Lots of investors are wondering why they didn’t have the foresight to buy Home Depot last week, prior to the arrival of hurricane/tropical storm Sandy, which just devastated the northeast. After all, the forecast was pretty clear that the storm would hit exactly where it did. But that foresight was most likely missing during prior storms also. So is it worth it to buy stocks after the storm that could benefit from the clean-up? We looked at ten stocks that could benefit. This sample “portfolio” was not put together or engineered to have extraordinary out performance using 20/20 hindsight. We simply found ten companies that seemed like they would benefit from the aftermath of a storm, and then tested the results.

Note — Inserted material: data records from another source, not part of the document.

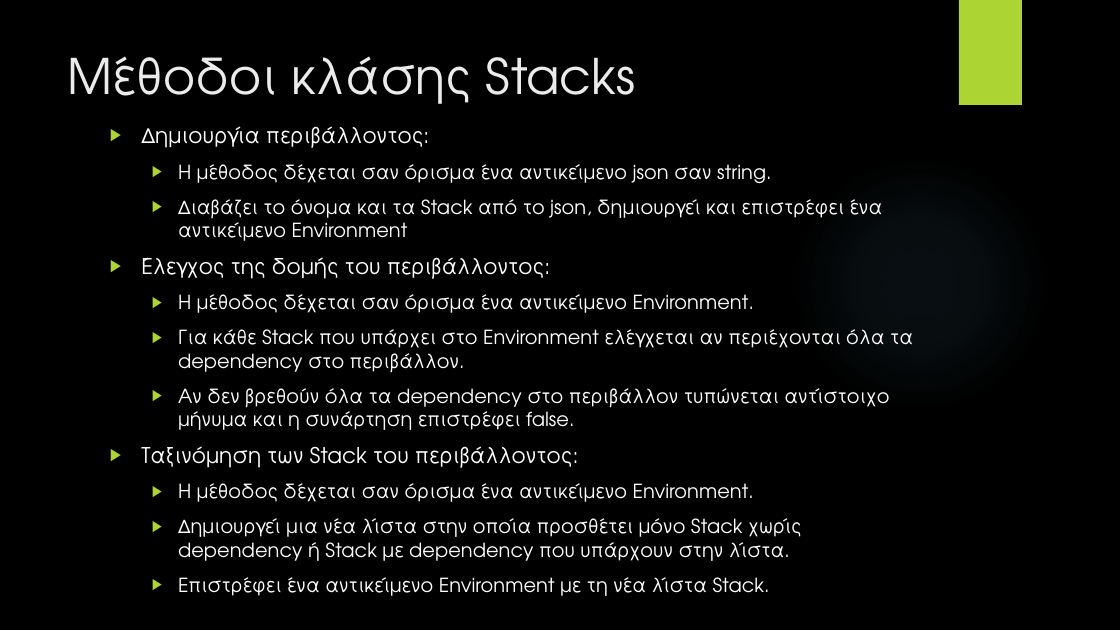
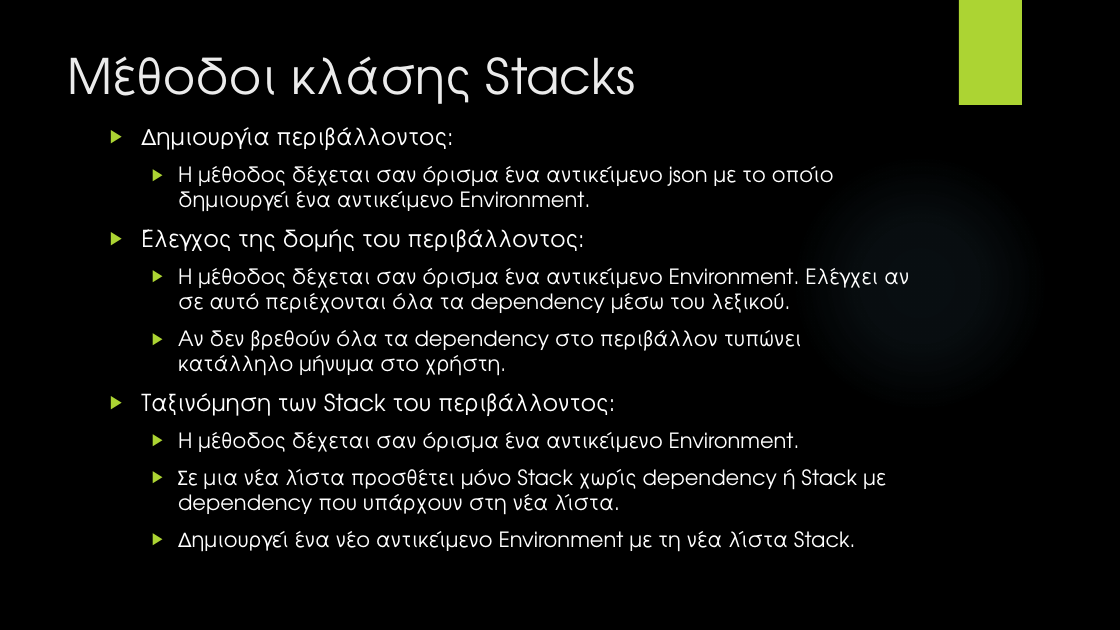
Before and after one commit to Alexander-Gerontas/Computational-Cloud-Conundrum, a slide deck: slide 5 of Presentation.pptx. Drawn at 1120x630 pixels with LibreOffice and Linux fonts; fonts in the diff are those of the drawing; background and template pictures are left out. Boxes give left, top, right and bottom in pixels: in the first picture for what was removed or moved away, otherwise in the second. Text is boxed around its words. In the diff, an @@ line names an element or a change of style, - is before the commit and + after.

```diff
--- a/Presentation.pptx
+++ b/Presentation.pptx
@@ text at <box>141,127,800,452</box>: size 18.5 to 20 pt in "Δημιουργία περιβάλλοντος:", "Έλεγχος της δομής του περιβάλλοντος:", "Ταξινόμηση των Stack του περιβάλλοντος:"; size 16.6 to 18 pt in "Η μέθοδος δέχεται σαν όρισμα ένα αντικείμενο ..." @@
@@ text at <box>178,166,834,212</box>: text changed; size 16.6 to 18 pt @@
-  ▶ Η μέθοδος δέχεται σαν όρισμα ένα αντικείμενο json σαν string.
-  ▶ Διαβάζει το όνομα και τα Stack από το json, δημιουργεί και επιστρέφει ένα αντικείμενο Environment
+  ▶ Η μέθοδος δέχεται σαν όρισμα ένα αντικείμενο json με το οποίο δημιουργεί ένα αντικείμενο Environment.
@@ text at <box>178,268,909,376</box>: text changed; size 16.6 to 18 pt @@
-  ▶ Η μέθοδος δέχεται σαν όρισμα ένα αντικείμενο Environment.
-  ▶ Για κάθε Stack που υπάρχει στο Environment ελέγχεται αν περιέχονται όλα τα dependency στο περιβάλλον.
-  ▶ Αν δεν βρεθούν όλα τα dependency στο περιβάλλον τυπώνεται αντίστοιχο μήνυμα και η συνάρτηση επιστρέφει false.
+  ▶ Η μέθοδος δέχεται σαν όρισμα ένα αντικείμενο Environment. Ελέγχει αν σε αυτό περιέχονται όλα τα dependency μέσω του λεξικού.
+  ▶ Αν δεν βρεθούν όλα τα dependency στο περιβάλλον τυπώνει κατάλληλο μήνυμα στο χρήστη.
@@ text at <box>178,469,886,552</box>: text changed; size 16.6 to 18 pt @@
-  ▶ Δημιουργεί μια νέα λίστα στην οποία προσθέτει μόνο Stack χωρίς dependency ή Stack με dependency που υπάρχουν στην λίστα.
-  ▶ Επιστρέφει ένα αντικείμενο Environment με τη νέα λίστα Stack.
+  ▶ Σε μια νέα λίστα προσθέτει μόνο Stack χωρίς dependency ή Stack με dependency που υπάρχουν στη νέα λίστα.
+  ▶ Δημιουργεί ένα νέο αντικείμενο Environment με τη νέα λίστα Stack.
```
Also in this commit, not shown: 4 other slides changed, 1 other file.

The sample portfolio is made up the following companies:
1. American Woodmark – AMWD – kitchen cabinets and vanities.
2. Eagle Materials – EXP – wallboard
3. Masco – MAS – home improvement and building products
4. Home Depot – HD – home improvement retailer
5. Louisiana Pacific – LPX – wood products
6. Waste Management – WM – solid waste disposal
7. Exxon – XOM – oil
8. Chicago Bridge and Iron – CBI – engineering, procurement and construction company
9. Fluor – FLR – engineering and project management services
10. CAT – earth moving equipment
Now the above list is not the best possible list of stocks that might benefit from a hurricane that creates major damage. But I tried to put together a somewhat diversified group of companies that might benefit in some manner. And also, this sample portfolio was put together on short notice (and I am NOT recommending this portfolio, this is for learning purposes only).
Below is the sample of hurricanes that I looked at and the damage estimates (http://www.wunderground.com/hurricane/damage.asp)
1. Isabel – 9/18/03 – $6b in damages – came ashore in NC
2. Charley – 8/13/04 – $16b in damages – case ashore in Florida (this storm was followed by Frances, Ivan and Jeane. Combined, those three additional storms created $38b in damages).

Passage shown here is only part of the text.